Pipeline official silent on oil leak
By Steven Mufson
Washington Post
WASHINGTON — The former head of BP PLC's program to combat corrosion in its Alaska pipelines invoked the Fifth Amendment and refused to answer questions before a House subcommittee yesterday as lawmakers denounced two other senior company executives for maintenance neglect that led to leaks and the closure of key oil pipelines last month.
The top executives of BP's North America and Alaska operations faced grilling under oath about why they had failed to prevent a leak, found in March, that spilled 210,000 gallons of crude oil on the northern Alaska tundra. And they were pressed on how they could have failed until last month to detect corrosion so severe that BP was forced to shut down half the out put of Prudhoe Bay, the biggest U.S. oil field.
"If a company — one of the world's most successful oil companies — can't do the basic maintenance needed to keep Prudhoe Bay's oil field operating safely and without interruption, maybe it shouldn't be operating the pipeline," said House Energy and Commerce Committee Chairman Joe Barton, R-Texas.
Although the pipeline is owned by BP and partners in the Prudhoe Bay field, company executives were eager to mollify Barton, whose committee deals with a broad variety of legislative issues important to BP from pipeline regulations to tax breaks. Robert Malone, the president of BP America, said the company had "stumbled," and he apologized to lawmakers. "We have fallen short of the high standards we hold for ourselves and the expectations that others have for us," he said.
The picture of BP executives, each with a lawyer in tow, parrying questions about management failure erased millions of dollars of BP advertising that had sought to craft an image of an environmentally conscious company thinking "beyond petroleum." Rep. Edward Markey, D-Mass., said BP stood for "bloated profits." Rep. Greg Walden, R-Ore., said the company's name could stand for "broken pipelines."
GRILLING IN HOUSE
Lawmakers on the oversight and investigations subcommittee of the House panel zeroed in on the company's failure to use a common pipeline diagnostic device known as a "smart pig" to detect pipeline problems. They also probed allegations that the company ignored or suppressed complaints from its workers about pipeline safety issues.
The subcommittee called Richard Woollam, the former manager for corrosion, inspection and chemicals for BP Exploration Alaska, to testify, but Woollam said, "Based upon the advice of counsel, I respectfully will not answer questions." Although it wasn't clear why Woollam invoked the Fifth Amendment, one possible reason is that a federal criminal investigation is under way about BP's oil spill and that he was involved in the design of the company's anti-corrosion program.

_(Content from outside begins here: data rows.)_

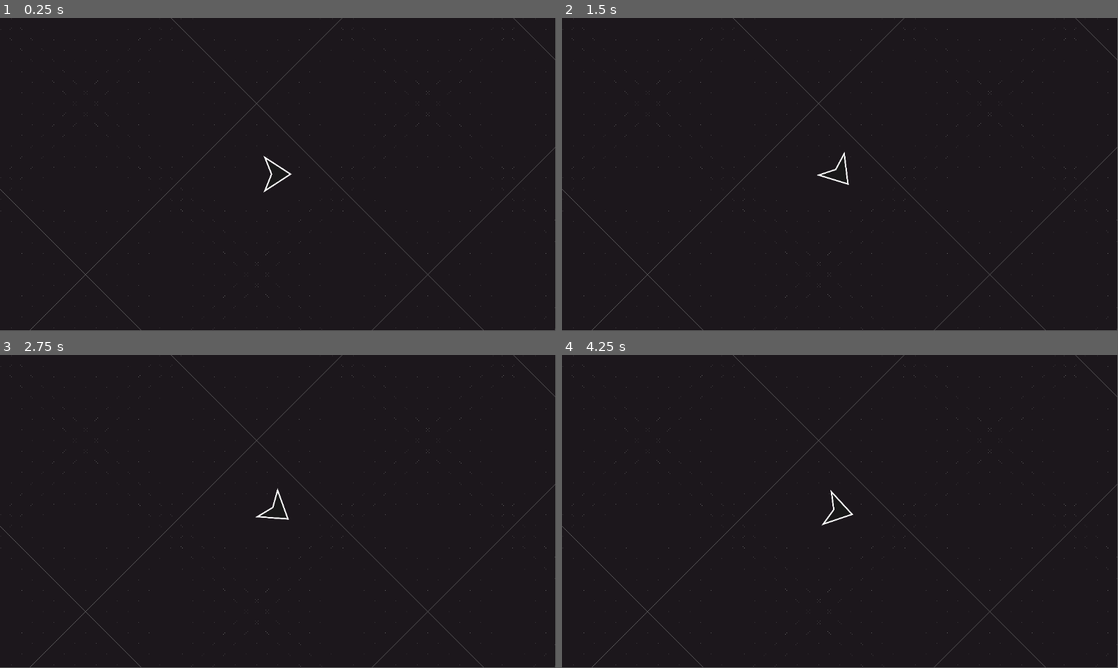
Above: before the commit, frames 1-4 (two rows, left to right).
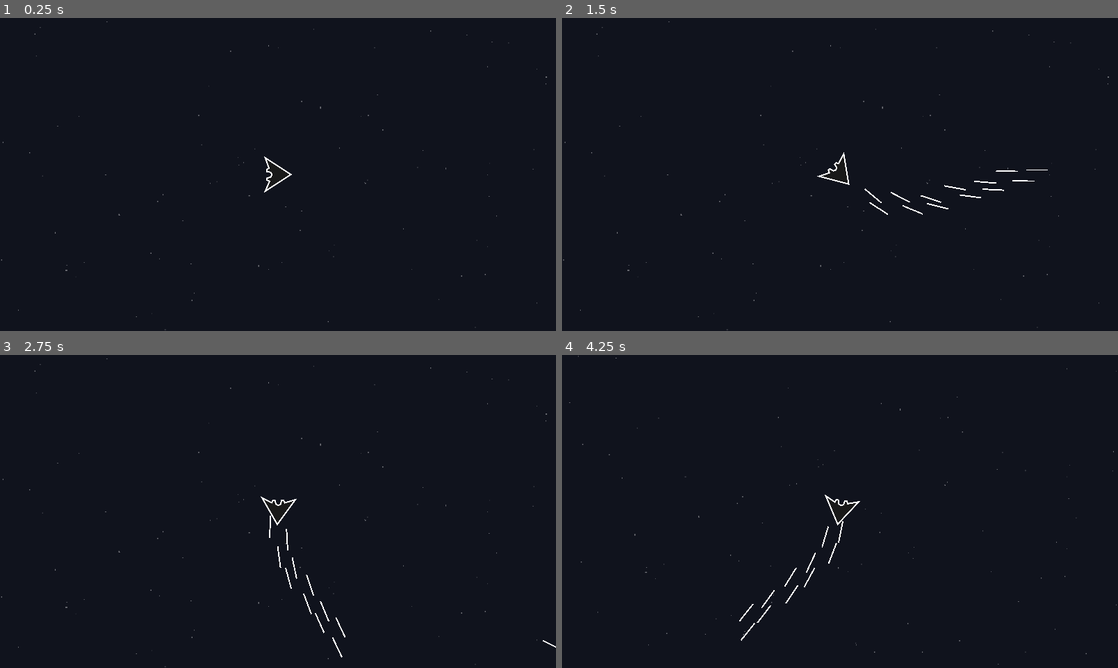
Above: after the commit, the same moments.

Repository: JoeZlonicky/asteroid-miner-prototype
Game: Godot game, scene res://game.tscn
Same seed, same stepped clock (60 frames per second), same inputs: the game is played once before the commit and once after it.
Inputs:
- Up to frame 1 (0.25 s): no input
- Up to frame 2 (1.5 s): tap Enter at 0.5 s; hold D (turn_right) 0.53-1.28 s; hold Space (shoot, bound only after the commit) 0.53-1.28 s; hold A (turn_left) from 1.28 s (still down); tap Space (shoot, bound only after the commit) at 1.35 s
- Up to frame 3 (2.75 s): release A (turn_left) at 2.03 s; hold D (turn_right) from 2.03 s (still down); hold Space (shoot, bound only after the commit) from 2.03 s (still down)
- Up to frame 4 (4.25 s): release D (turn_right) at 2.78 s; release Space (shoot, bound only after the commit) at 2.78 s; hold W (move_forward) 2.78-3.53 s; tap Space (shoot, bound only after the commit) at 2.85 s; hold A (turn_left) from 3.53 s (still down); hold Space (shoot, bound only after the commit) from 3.53 s (still down)
In our replay, the window is 799x449 before the commit and 800x450 after it. These sizes can differ from the game's own. Grey fills any space a smaller window leaves; there, only what the larger window draws over its background counts as a difference.

The runs differ from the first frame. In frame 1, 1.0% of the frame differs, in the area x 0-100%, y 0-100%; in frame 2, 1.2%; in frame 3, 1.3%; in frame 4, 1.3%.

Commit message:
Added background and shooting

Diff:
--- /dev/null
+++ b/assets/images/laser.svg
@@ -0,0 +1,48 @@
+<?xml version="1.0" encoding="UTF-8" standalone="no"?>
+<!-- Created with Inkscape (http://www.inkscape.org/) -->
+
+<svg
+   width="48.000004mm"
+   height="3mm"
+   viewBox="0 0 48.000004 3"
+   version="1.1"
+   id="svg1"
+   inkscape:version="1.3 (0e150ed6c4, 2023-07-21)"
+   sodipodi:docname="laser.svg"
+   xmlns:inkscape="http://www.inkscape.org/namespaces/inkscape"
+   xmlns:sodipodi="http://sodipodi.sourceforge.net/DTD/sodipodi-0.dtd"
+   xmlns="http://www.w3.org/2000/svg"
+   xmlns:svg="http://www.w3.org/2000/svg">
+  <sodipodi:namedview
+     id="namedview1"
+     pagecolor="#282828"
+     bordercolor="#000000"
+     borderopacity="0.25"
+     inkscape:showpageshadow="2"
+     inkscape:pageopacity="0.0"
+     inkscape:pagecheckerboard="0"
+     inkscape:deskcolor="#d1d1d1"
+     inkscape:document-units="mm"
+     inkscape:zoom="0.51717104"
+     inkscape:cx="102.4806"
+     inkscape:cy="145.98652"
+     inkscape:window-width="1920"
+     inkscape:window-height="1017"
+     inkscape:window-x="1912"
+     inkscape:window-y="-8"
+     inkscape:window-maximized="1"
+     inkscape:current-layer="layer1" />
+  <defs
+     id="defs1" />
+  <g
+     inkscape:label="Layer 1"
+     inkscape:groupmode="layer"
+     id="layer1"
+     transform="translate(-77.368886,-117.24164)">
+    <path
+       style="fill:#191919;stroke:#ffffff;stroke-width:3;stroke-dasharray:none"
+       d="M 77.368886,118.74164 H 125.36889"
+       id="path1"
+       sodipodi:nodetypes="cc" />
+  </g>
+</svg>
--- a/assets/images/player_ship.svg
+++ b/assets/images/player_ship.svg
@@ -26,16 +26,17 @@
      inkscape:pagecheckerboard="0"
      inkscape:deskcolor="#353535"
      inkscape:document-units="mm"
-     inkscape:zoom="0.51717104"
-     inkscape:cx="166.28928"
-     inkscape:cy="26.10355"
+     inkscape:zoom="1.4627806"
+     inkscape:cx="166.12197"
+     inkscape:cy="26.319737"
      inkscape:window-width="1920"
      inkscape:window-height="1017"
      inkscape:window-x="1912"
      inkscape:window-y="-8"
      inkscape:window-maximized="1"
      inkscape:current-layer="layer1"
-     inkscape:export-bgcolor="#ffffff6c" />
+     inkscape:export-bgcolor="#ffffff6c"
+     showgrid="false" />
   <defs
      id="defs1" />
   <g
@@ -45,8 +46,8 @@
      transform="translate(-66.173667,-122.38729)">
     <path
        style="fill:#191919;fill-opacity:1;stroke:#ffffff;stroke-width:3;stroke-dasharray:none;stroke-opacity:1"
-       d="m 70,181.47841 36.48976,-56.33208 36.48976,56.33208 -36.48976,-14.61158 z"
+       d="m 70,181.47841 36.48976,-56.33208 36.48976,56.33208 -21.65024,-9.56739 -2.49584,5.7067 -4.2403,-0.0142 -2.81193,-8.43542 -5.29145,-2.3013 -4.90753,2.72069 -1.46425,8.45437 -4.624453,0.21068 -2.736906,-4.94388 z"
        id="path1"
-       sodipodi:nodetypes="ccccc" />
+       sodipodi:nodetypes="ccccccccccccc" />
   </g>
 </svg>
--- /dev/null
+++ b/game.gd
@@ -0,0 +1,5 @@
+extends Node2D
+
+
+func _ready() -> void:
+	DisplayServer.window_set_min_size(Vector2(800, 600))
--- a/game.tscn
+++ b/game.tscn
@@ -1,26 +1,62 @@
-[gd_scene load_steps=4 format=3 uid="uid://cwcbxr15t8ayj"]
+[gd_scene load_steps=9 format=3 uid="uid://cwcbxr15t8ayj"]
 
+[ext_resource type="Script" path="res://game.gd" id="1_d1kem"]
 [ext_resource type="Shader" path="res://stars.gdshader" id="1_egtmx"]
 [ext_resource type="PackedScene" uid="uid://bwip11jixqeca" path="res://player.tscn" id="1_njat2"]
+[ext_resource type="Script" path="res://stars.gd" id="2_hotmy"]
+[ext_resource type="Texture2D" uid="uid://c27ekeeh0lfv1" path="res://assets/images/background.png" id="3_k410g"]
+
+[sub_resource type="FastNoiseLite" id="FastNoiseLite_y01qh"]
+fractal_gain = 1.0
+
+[sub_resource type="NoiseTexture2D" id="NoiseTexture2D_v81uj"]
+width = 1920
+height = 1920
+seamless = true
+as_normal_map = true
+bump_strength = 32.0
+noise = SubResource("FastNoiseLite_y01qh")
 
 [sub_resource type="ShaderMaterial" id="ShaderMaterial_jcras"]
 shader = ExtResource("1_egtmx")
-shader_parameter/star_color = Color(0.443137, 0.443137, 0.443137, 1)
+shader_parameter/background_color = Color(0.0627451, 0.0745098, 0.113725, 1)
+shader_parameter/star_density = 0.307
+shader_parameter/star_color = Color(1, 1, 1, 1)
+shader_parameter/color_mix = 0.549
+shader_parameter/offset = Vector2(-0.055, 0)
+shader_parameter/noise = SubResource("NoiseTexture2D_v81uj")
 
 [node name="Game" type="Node2D"]
+script = ExtResource("1_d1kem")
 
-[node name="Background" type="CanvasLayer" parent="."]
+[node name="Background" type="ParallaxBackground" parent="."]
 layer = -1
 
-[node name="Stars" type="ColorRect" parent="Background"]
+[node name="ParallaxLayer" type="ParallaxLayer" parent="Background"]
+motion_mirroring = Vector2(1920, 1080)
+
+[node name="Stars" type="ColorRect" parent="Background/ParallaxLayer" node_paths=PackedStringArray("camera")]
+visible = false
 material = SubResource("ShaderMaterial_jcras")
 custom_minimum_size = Vector2(1920, 1080)
 anchors_preset = 15
 anchor_right = 1.0
 anchor_bottom = 1.0
+offset_left = -384.0
+offset_top = -216.0
+offset_right = 1536.0
+offset_bottom = 864.0
 grow_horizontal = 2
 grow_vertical = 2
-color = Color(0.109804, 0.0901961, 0.109804, 1)
+script = ExtResource("2_hotmy")
+camera = NodePath("../../../Camera2D")
+
+[node name="TextureRect" type="TextureRect" parent="Background/ParallaxLayer"]
+texture_repeat = 2
+custom_minimum_size = Vector2(1920, 1080)
+offset_right = 40.0
+offset_bottom = 40.0
+texture = ExtResource("3_k410g")
 
 [node name="Player" parent="." instance=ExtResource("1_njat2")]
 
--- a/player.gd
+++ b/player.gd
@@ -1,23 +1,50 @@
 class_name Player
 extends CharacterBody2D
 
+
+const PROJECTILE_SCENE = preload("res://projectile.tscn")
 
 const FORWARD_THRUST: float = 2.0
 const FORWARD_THRUST_DECELERATION: float = 1.0
 const MAX_FORWARD_THRUST: float = 200.0
 
-const ROTATION_THRUST: float = 0.001
-const ROTATION_THRUST_DECELERATION: float = 0.001
-const MAX_ROTATION_THRUST: float = 0.02
+const ROTATION_THRUST: float = 2.0
+const ROTATION_THRUST_DECELERATION: float = 2.0
+const MAX_ROTATION_THRUST: float = 2.0
 
 var current_rotation_thrust: float = 0.0
+var blaster_i: int = 0
+
+@onready var blaster_cooldown: Timer = $BlasterCooldown
+@onready var blasters: Array = [
+	$Blasters/FrontLeft,
+	$Blasters/FrontRight,
+	$Blasters/BackLeft,
+	$Blasters/BackRight
+]
 
 
-func _process(_delta: float) -> void:
+func _physics_process(delta: float) -> void:
+	process_rotation(delta)
+	process_velocity(delta)
+	process_blasters()
+
+
+func process_velocity(_delta: float) -> void:
 	var forward_input: int = 0
 	if Input.is_action_pressed("move_forward"):
 		forward_input = 1
 
+	if forward_input == 0:
+		velocity = velocity.move_toward(Vector2.ZERO, FORWARD_THRUST_DECELERATION)
+	else:
+		velocity += forward_input * FORWARD_THRUST * Vector2(cos(rotation), sin(rotation))
+		velocity = velocity.limit_length(MAX_FORWARD_THRUST)
+
+	move_and_slide()
+
+
+func process_rotation(delta: float) -> void:
 	var rotation_input: int = 0
 	if Input.is_action_pressed("turn_left"):
 		rotation_input -= 1
@@ -26,17 +53,30 @@
 
 	if rotation_input == 0:
 		current_rotation_thrust = move_toward(current_rotation_thrust, 0.0,
-			ROTATION_THRUST_DECELERATION)
+			ROTATION_THRUST_DECELERATION * delta)
 	else:
-		current_rotation_thrust += rotation_input * ROTATION_THRUST
+		current_rotation_thrust += rotation_input * ROTATION_THRUST * delta
 		current_rotation_thrust = clampf(current_rotation_thrust, -MAX_ROTATION_THRUST,
 			MAX_ROTATION_THRUST)
-	rotation += current_rotation_thrust
+	rotation += current_rotation_thrust * delta
 
-	if forward_input == 0:
-		velocity = velocity.move_toward(Vector2.ZERO, FORWARD_THRUST_DECELERATION)
-	else:
-		velocity += forward_input * FORWARD_THRUST * Vector2(cos(rotation), sin(rotation))
-		velocity = velocity.limit_length(MAX_FORWARD_THRUST)
 
-	move_and_slide()
+func process_blasters() -> void:
+	if not Input.is_action_pressed("shoot"):
+		return
+
+	if not blaster_cooldown.is_stopped():
+		return
+
+	blaster_cooldown.start()
+	var blaster_position: Vector2 = blasters[blaster_i].global_position
+	spawn_projectile(blaster_position)
+	blaster_i = wrapi(blaster_i + 1, 0, blasters.size())
+
+
+func spawn_projectile(position: Vector2) -> void:
+	var projectile = PROJECTILE_SCENE.instantiate()
+	projectile.rotation = rotation
+	projectile.fire(Vector2(cos(rotation), sin(rotation)), velocity.length())
+	get_parent().add_child(projectile)
+	projectile.global_position = position
--- a/player.tscn
+++ b/player.tscn
@@ -18,3 +18,21 @@
 visible = false
 position = Vector2(0, 4)
 shape = SubResource("CircleShape2D_2wm4o")
+
+[node name="Blasters" type="Node2D" parent="."]
+
+[node name="FrontLeft" type="Node2D" parent="Blasters"]
+position = Vector2(12, -10)
+
+[node name="FrontRight" type="Node2D" parent="Blasters"]
+position = Vector2(11, 10)
+
+[node name="BackLeft" type="Node2D" parent="Blasters"]
+position = Vector2(3, -16)
+
+[node name="BackRight" type="Node2D" parent="Blasters"]
+position = Vector2(3, 15)
+
+[node name="BlasterCooldown" type="Timer" parent="."]
+wait_time = 0.05
+one_shot = true
--- a/project.godot
+++ b/project.godot
@@ -14,6 +14,11 @@
 run/main_scene="res://game.tscn"
 config/features=PackedStringArray("4.1", "Mobile")
 config/icon="res://icon.svg"
+
+[display]
+
+window/stretch/mode="canvas_items"
+window/stretch/aspect="expand"
 
 [input]
 
@@ -35,6 +40,11 @@
 , Object(InputEventKey,"resource_local_to_scene":false,"resource_name":"","device":-1,"window_id":0,"alt_pressed":false,"shift_pressed":false,"ctrl_pressed":false,"meta_pressed":false,"pressed":false,"keycode":0,"physical_keycode":4194319,"key_label":0,"unicode":0,"echo":false,"script":null)
 ]
 }
+shoot={
+"deadzone": 0.5,
+"events": [Object(InputEventKey,"resource_local_to_scene":false,"resource_name":"","device":-1,"window_id":0,"alt_pressed":false,"shift_pressed":false,"ctrl_pressed":false,"meta_pressed":false,"pressed":false,"keycode":0,"physical_keycode":32,"key_label":0,"unicode":32,"echo":false,"script":null)
+]
+}
 
 [rendering]
 
--- /dev/null
+++ b/projectile.gd
@@ -0,0 +1,18 @@
+extends Area2D
+
+
+const SPEED: float = 400.0
+
+var velocity: Vector2
+
+
+func fire(direction: Vector2, bonus_speed: float = 0.0) -> void:
+	velocity = direction * (SPEED + bonus_speed)
+
+
+func _physics_process(delta: float) -> void:
+	position += velocity * delta
+
+
+func _on_lifespan_timeout() -> void:
+	queue_free()
--- /dev/null
+++ b/projectile.tscn
@@ -0,0 +1,27 @@
+[gd_scene load_steps=4 format=3 uid="uid://cy2ja7l8w5naq"]
+
+[ext_resource type="Script" path="res://projectile.gd" id="1_2nd66"]
+[ext_resource type="Texture2D" uid="uid://cbjvxn16yhehg" path="res://assets/images/laser.svg" id="1_fvul6"]
+
+[sub_resource type="RectangleShape2D" id="RectangleShape2D_7obrq"]
+size = Vector2(45, 3)
+
+[node name="Projectile" type="Area2D"]
+position = Vector2(203, -33)
+script = ExtResource("1_2nd66")
+
+[node name="Sprite2D" type="Sprite2D" parent="."]
+position = Vector2(22.625, 0.375)
+scale = Vector2(0.25, 0.25)
+texture = ExtResource("1_fvul6")
+
+[node name="CollisionShape2D" type="CollisionShape2D" parent="."]
+position = Vector2(22.125, -0.125)
+shape = SubResource("RectangleShape2D_7obrq")
+
+[node name="Lifespan" type="Timer" parent="."]
+wait_time = 3.0
+one_shot = true
+autostart = true
+
+[connection signal="timeout" from="Lifespan" to="." method="_on_lifespan_timeout"]
--- /dev/null
+++ b/shaders/thruster.gdshader
@@ -0,0 +1,83 @@
+/*
+Shader from Godot Shaders - the free shader library.
+godotshaders.com/shader/2d-waterfall
+
+Feel free to improve and change this shader according to your needs
+and consider sharing the modified result on godotshaders.com.
+*/
+
+shader_type canvas_item;
+
+uniform vec2 scale; // Used for sprite script. Don't edit this value in the inspector.
+uniform float zoom; // Used for sprite script. Don't edit this value in the inspector.
+
+uniform sampler2D refraction_map;
+uniform sampler2D water_mask;
+
+uniform vec2 gap_stretch = vec2(0.8, 0.05);
+uniform vec2 refraction_stretch = vec2(2.0, 0.8);
+uniform float refraction_strength : hint_range(0.0, 0.1) = 0.02;
+
+uniform vec4 water_tint : source_color = vec4(0.2, 0.6, 1.0, 0.1);
+uniform vec4 water_highlight : source_color = vec4(1.0, 1.0, 1.0, 0.3);
+uniform float speed = 1.0;
+uniform float flow_gaps : hint_range(0.0, 1.0) = 0.33;
+uniform float highlight_width : hint_range(0.0, 0.3) = 0.02;
+
+uniform sampler2D SCREEN_TEXTURE : hint_screen_texture, filter_linear_mipmap_anisotropic;
+
+void fragment()
+{
+	// Get the two noise textures and make them move on the y axis. The gaps move twice as fast as the refraction, but you can tweak this by changing (speed * 0.5)
+	vec2 refraction_offset = texture(refraction_map, vec2(UV.x, UV.y + -TIME * speed * 0.5) * scale * refraction_stretch).xy;
+	vec2 gap_mask = texture(water_mask, vec2(UV.x, UV.y + -TIME * speed) * scale * gap_stretch).xy;
+
+	// Set values between -0.5 and 0.5 (instead of 0 and 1). Otherwise the reflection will move whith increased refraction_strength
+	refraction_offset -= 0.5;
+
+	// Get the screen texture and distort it
+	vec4 refraction = texture(SCREEN_TEXTURE, SCREEN_UV - refraction_offset * refraction_strength * zoom);
+
+
+	// Create holes and apply colors and textures //
+
+	vec4 color = vec4(1.0);
+
+	// Define what values will be the water highlight color (the gap border)
+	float inner_edge = flow_gaps + highlight_width;
+
+	// See if the pixel is within the edges range and use the water colors alpha to blend between showing color or refraction texture.
+	if (gap_mask.x < inner_edge)
+	{
+		color.rgb = mix(refraction.rgb, water_highlight.rgb, water_highlight.a);
+	}
+	else
+	{
+		color.rgb = mix(refraction.rgb, water_tint.rgb, water_tint.a);
+	}
+
+	// If the value is below the gap threshhold make it transparent (a gap)
+	if (gap_mask.x < flow_gaps)
+	{
+		color.a = 0.0;
+	}
+
+
+	// Crate Edge Shape //
+
+	// Set the shape for the top and bottom edges. Use water_mask as shape but with other values to flatten it out horizontally.
+	vec2 water_edge = texture(water_mask, vec2(UV.x, UV.y + -TIME * 0.1) * scale * vec2(0.15, 0.6)).xy;
+	water_edge -= 0.5;
+
+	// Use the same mask as for the gaps for left and right edge.
+	vec2 vertical_edge_mask = gap_mask - 0.5;
+
+	// Apply the new masks to the edges. This will make the wobble effect.
+	color.a = mix(0.0, color.a, step(UV.x + vertical_edge_mask.x * 0.2, 0.92)); // Right edge
+	color.a = mix(color.a, 0.0, step(UV.x - vertical_edge_mask.x * 0.2, 0.08)); // Left edge
+
+	color.a = mix(0.0, color.a, step(UV.y + water_edge.y * 0.1, 0.95));  //Bottom edge
+	color.a = mix(color.a, 0.0, step(UV.y - water_edge.y * 0.05, 0.05)); //Top edge
+
+	COLOR = color;
+}
--- /dev/null
+++ b/stars.gd
@@ -0,0 +1,11 @@
+extends ColorRect
+
+
+@export var camera: Camera2D = null
+
+
+func _process(_delta: float) -> void:
+	if camera == null:
+		return
+
+	#material.set("shader_parameter/offset", camera.global_position)
--- a/stars.gdshader
+++ b/stars.gdshader
@@ -1,10 +1,24 @@
 shader_type canvas_item;
 
-uniform vec4 star_color : source_color = vec4(1.0);
+uniform vec4 background_color: source_color = vec4(0.0, 0.0, 0.0, 1.0);
+
+uniform sampler2D noise;
+uniform float star_density: hint_range(0.01, 1);
+uniform vec4 star_color: source_color = vec4(1.0);
+uniform float color_mix: hint_range(0.0, 1) = 0.0;
+
+uniform vec2 offset;
+
+bool test(vec2 position, float threshold) {
+	return texture(noise, position).r > threshold;
+}
 
 void fragment() {
-	vec2 pos = FRAGCOORD.xy;
-	if (cos(sin(pos.x) + sin(pos.y)) > 0.999999) {
-		COLOR = star_color;
+	float threshold = 1.0 - 0.1 * star_density;
+	vec2 pos = UV + offset / vec2(1920, 1080);
+	if (test(pos, threshold)) {
+		COLOR = mix(background_color, star_color, 1.0 - color_mix);
+	} else {
+		COLOR = background_color;
 	}
 }
Binary file added: assets/images/background.png
Not shown, added: assets/images/background.png.import
Not shown, added: assets/images/laser.svg.import

BP Alaska's president, Steve Marshall, said that Woollam had been transferred out of Alaska after a 2004 investigation by an outside law firm cited Woollam for intimidating workers who had raised safety issues. Marshall said the law firm, Vinson & Elkins LLP, "found evidence of intimidating behavior that had made some corrosion workers reluctant to raise health and safety concerns." Woollam, now based in BP's Houston office, no longer has a supervisory role, and Marshall said yesterday that Woollam was on paid leave.
But Barton asserted that "several individuals" the committee wanted to interview said "that they were reluctant to come forward to provide information due to concerns over possible retribution throughout the oil industry in Alaska." He warned that any company retaliating against such individuals would be prosecuted. "We are going to get to the bottom of this," he said.
BP ACTIONS DEFENDED
Marshall also defended BP against allegations that it had disregarded other employee complaints. He said that in 2002, after receiving two anonymous calls alleging the falsification of corrosion inspection reports, BP hired an outside firm to audit records and found that "a small percentage of inspections had indeed been falsified." Marshall said the workers responsible were dismissed and the inspection firm's contract was not renewed.
He said that the company had also sent a senior engineer and several technical experts from outside Alaska to assess allegations that "cost-cutting and deficiencies in the corrosion program were going to lead to a major incident on the North Slope" of Alaska. He said that audit led to recommendations for improvements "that have been or which are still being implemented."
Marshall said BP's spending on maintenance at Prudhoe Bay would rise to $195 million in 2007, four times the 2004 level; $150 million will go toward replacing 16 miles of corroded oil transit lines.
Malone said that he has named an ombudsman for employees who have complaints — Stanley Sporkin, former district court judge and former head of the Securities and Exchange Commission's enforcement division.
Barton severely criticized the company, citing concerns about "BP's corporate culture of seeming indifference to safety and environmental issues." Noting that "this comes from a company that prides itself in their ads on protecting the environment," Barton said, "Shame, shame, shame."